For the Apache Cassandra cluster (version C* 1.2.16) that I’ve supported, the monitoring of the cluster is through DataStax OpsCenter, version 4.1.2. As part of the effort to improve the monitoring capability for this cluster, my team decided first to upgrade OpsCenter to version 5.1.4, the latest available version of OpsCenter that is compatible with Cassandra 1.2.16. The same OpsCenter is also used to monitor another cluster of DataStax Enterprise (DSE) 4.5.2 (it corresponds to Apache Cassandra version 2.0.10).
During the upgrade we ran into an issue, and we couldn’t find a similar problem to this one on Google. We’d like to use this post to document the problems that we faced as well as the solutions and findings we found during the upgrade.
The OpsCenter upgrade procedure is as straightforward as what is described in the DataStax OpsCenter document. After OpsCenter upgrade, the OpsCenter web portal detects mismatched version of datastax-agents on all nodes. Choose the “FixMe” option from the portal to upgrade datastax-agents to version 5.1.4 on all nodes being monitored. After the datastax-agent upgrade, we addressed some datastax-agent configuration issues in “address.yaml” file to reflect the changes brought by the new version of OpsCenter/datastax-agent.

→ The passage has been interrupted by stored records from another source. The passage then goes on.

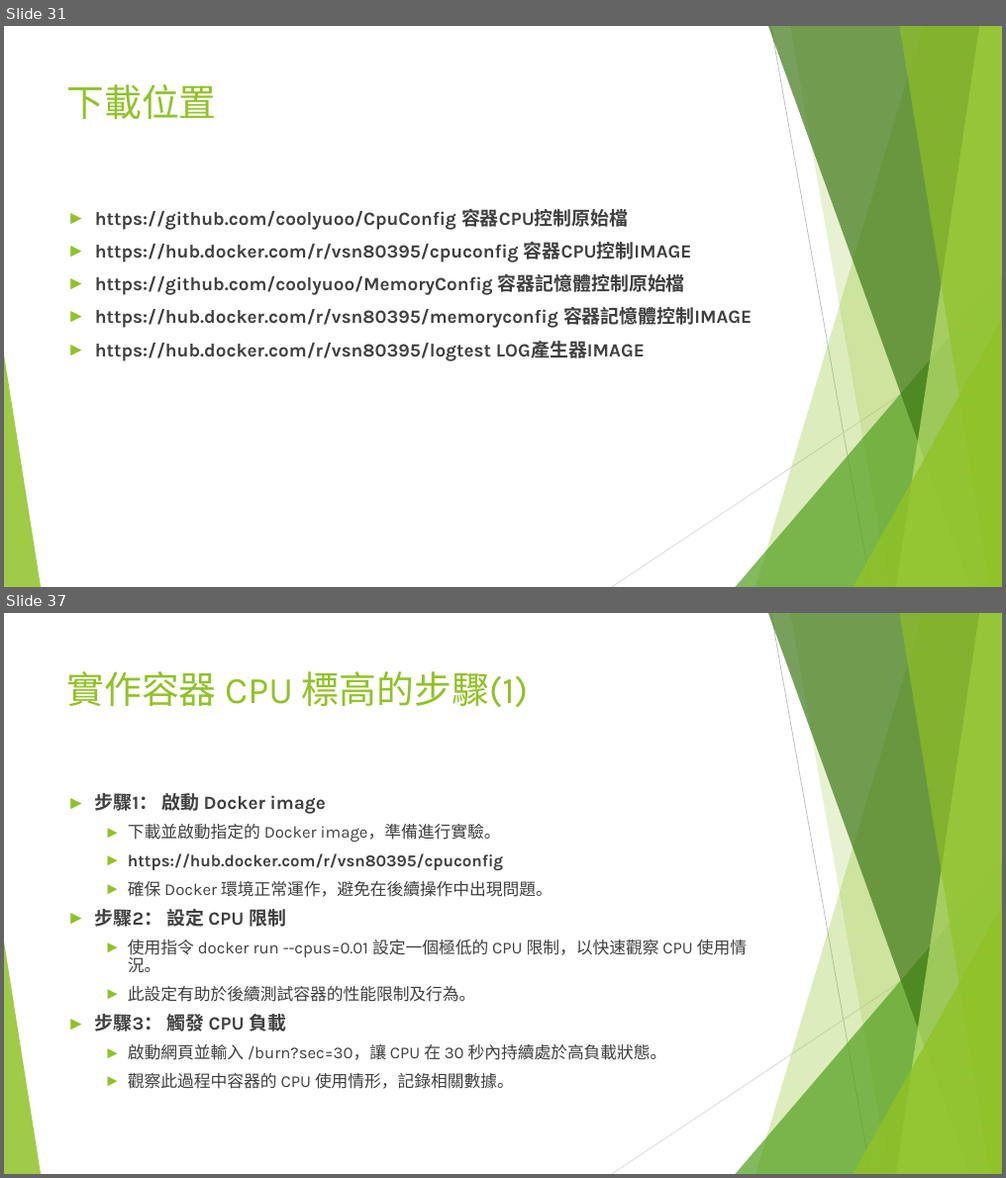
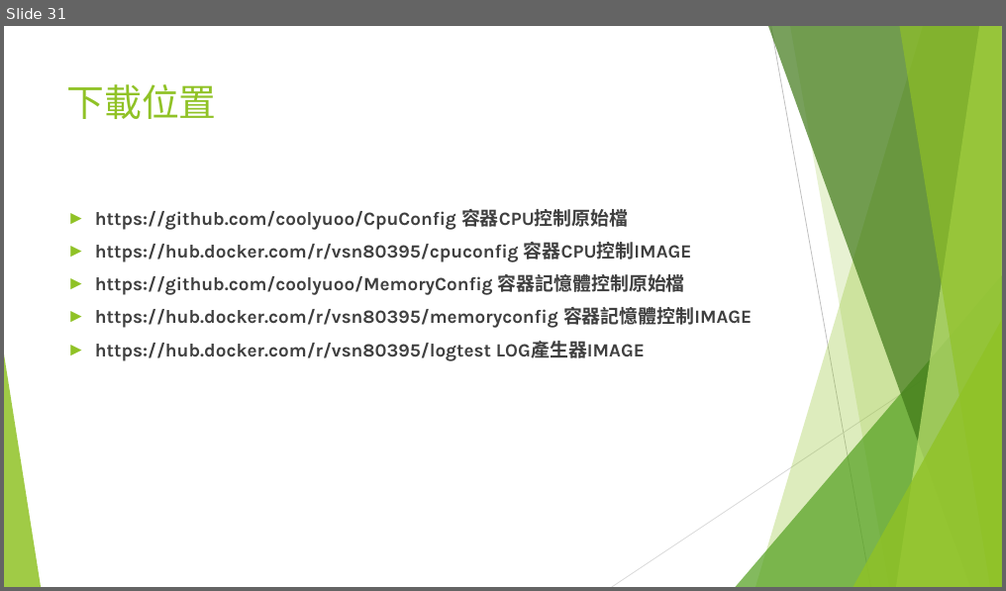
Before and after one commit to coolyuoo/Docker.Class4, a slide deck: 單元4.容器資源配置.pptx. Shown one above the other, each under a label of ours: slides 31 and 37 before the commit, slide 31 after it; the slides between them are not shown. The pictures are 1006x1178 and 1006x591 pixels, drawn with LibreOffice and Linux fonts; fonts in the diff are those of the drawing. Boxes give left, top, right and bottom in pixels: in the first picture for what was removed or moved away, otherwise in the second. Text is boxed around its words. In the diff, an @@ line names an element or a change of style, - is before the commit and + after.

```diff
--- a/單元4.容器資源配置.pptx
+++ b/單元4.容器資源配置.pptx
@@ slide 37 removed at (4,613,1002,1174), background #FFFFFF; not listed: 10 template elements that a slide beside it also shows @@
@@ title removed at (67,671,528,707) @@
-實作容器 CPU 標高的步驟(1)
@@ text removed at (95,793,746,1089) @@
-► 步驟1： 啟動 Docker image
-  ► 下載並啟動指定的 Docker image，準備進行實驗。
-  ► https://hub.docker.com/r/vsn80395/cpuconfig
-  ► 確保 Docker 環境正常運作，避免在後續操作中出現問題。
-► 步驟2： 設定 CPU 限制
-  ► 使用指令 docker run --cpus=0.01 設定一個極低的 CPU 限制，以快速觀察 CPU 使用情況。
-  ► 此設定有助於後續測試容器的性能限制及行為。
-► 步驟3： 觸發 CPU 負載
-  ► 啟動網頁並輸入 /burn?sec=30，讓 CPU 在 30 秒內持續處於高負載狀態。
-  ► 觀察此過程中容器的 CPU 使用情形，記錄相關數據。
```
Also in this commit, not shown: 1 slide changed, 35 other slides removed, 1 other file.

After all this was done, we double checked the log files for OpsCenter and datastax-agent. The OpsCenter log file was mostly clear, the datastax-agent log for DSE 4.5.2 cluster was also clear, but the datastax-agent log for Cassandra 1.2.16 was NOT. The corresponding OpsCenter web portal was not able to display Cassandra metrics for C* 1.2.16 cluster.
On each of the datastax-agent log files in the C* 1.2.16 cluster, we saw a lot of repeating errors like the ones below:
ERROR [async-dispatch-3] 2016-02-19 12:57:52,750 There was an error when attempting to load stored rollups.
com.datastax.driver.core.exceptions.InvalidQueryException: Undefined name key in where clause (‘key EQ ‘<… …>”)
ERROR [cassandra-processor-1] 2016-02-19 13:00:02,295 Error when proccessing cassandra callcom.datastax.driver.core.exceptions.InvalidQueryException: Unknown identifier key
Problem Analysis and Solution
The fact that the error showed up in datastax-agent log file gave me a hint that the error might be related with datastax-agent failing to write collected metrics into OpsCenter tables. So as the first step of the analysis, I compared the schema of “OpsCenter” keyspace between the two clusters monitored. Below is the example of two OpsCenter table definition comparison between the two clusters.
C* 1.2.16 Cluster
DSE 4.5.3 Cluster
|CREATE TABLE events ( “KEY” blob, column1 blob, value blob, PRIMARY KEY (“KEY”, column1)||CREATE TABLE events ( key text, action bigint, level bigint, success boolean, time bigint, PRIMARY KEY ((key))|
|CREATE TABLE events_timeline ( “KEY” blob, column1 bigint, value blob, PRIMARY KEY (“KEY”, column1)||CREATE TABLE events_timeline ( key text, column1 bigint, value blob, PRIMARY KEY ((key), column1)|
From this table, we can clearly see that the upgrade process of OpsCenter and datastax-agent to verion 5.1.4 somehow doesn’t migrate OpsCenter schema properly for C* 1.2.16 cluster. The theory for the error is that the upgraded datastax-agent in C* 1.2.16 cluster is trying to query or update Cassandra metrics from OpsCenter tables in a fashion that matches the OpsCenter schema as in the DSE 4.5.2 cluster. But the actual OpsCenter schema in C* 1.2.16 still has the old definition, thus causing the invalid query exception as presented in the log file.
Once the problem is clear, the solution is straightforward. The steps are summarized below:
In C* 1.2.16 cluster,
- Take a snapshot for OpsCenter keyspace on all nodes
- Stop DataStax agents on all nodes, so they won’t try to write metrics into OpsCenter tables.
- Use CQL to drop OpsCenter tables and re-create them, matching the OpsCenter schema for DSE 4.5.3 cluster. Make sure that all table properties are the same.
- Once OpsCenter schema is recreated. Start DataStax agents on all nodes in.
- Verify the agent log file that the error message is gone.
- Restart OpsCenter service.
After these steps, we double checked the log files for all datastax-agents, and for OpsCenter, and we can confirm that there were no errors. The OpsCenter web portal was also able to display the Cassandra metrics properly.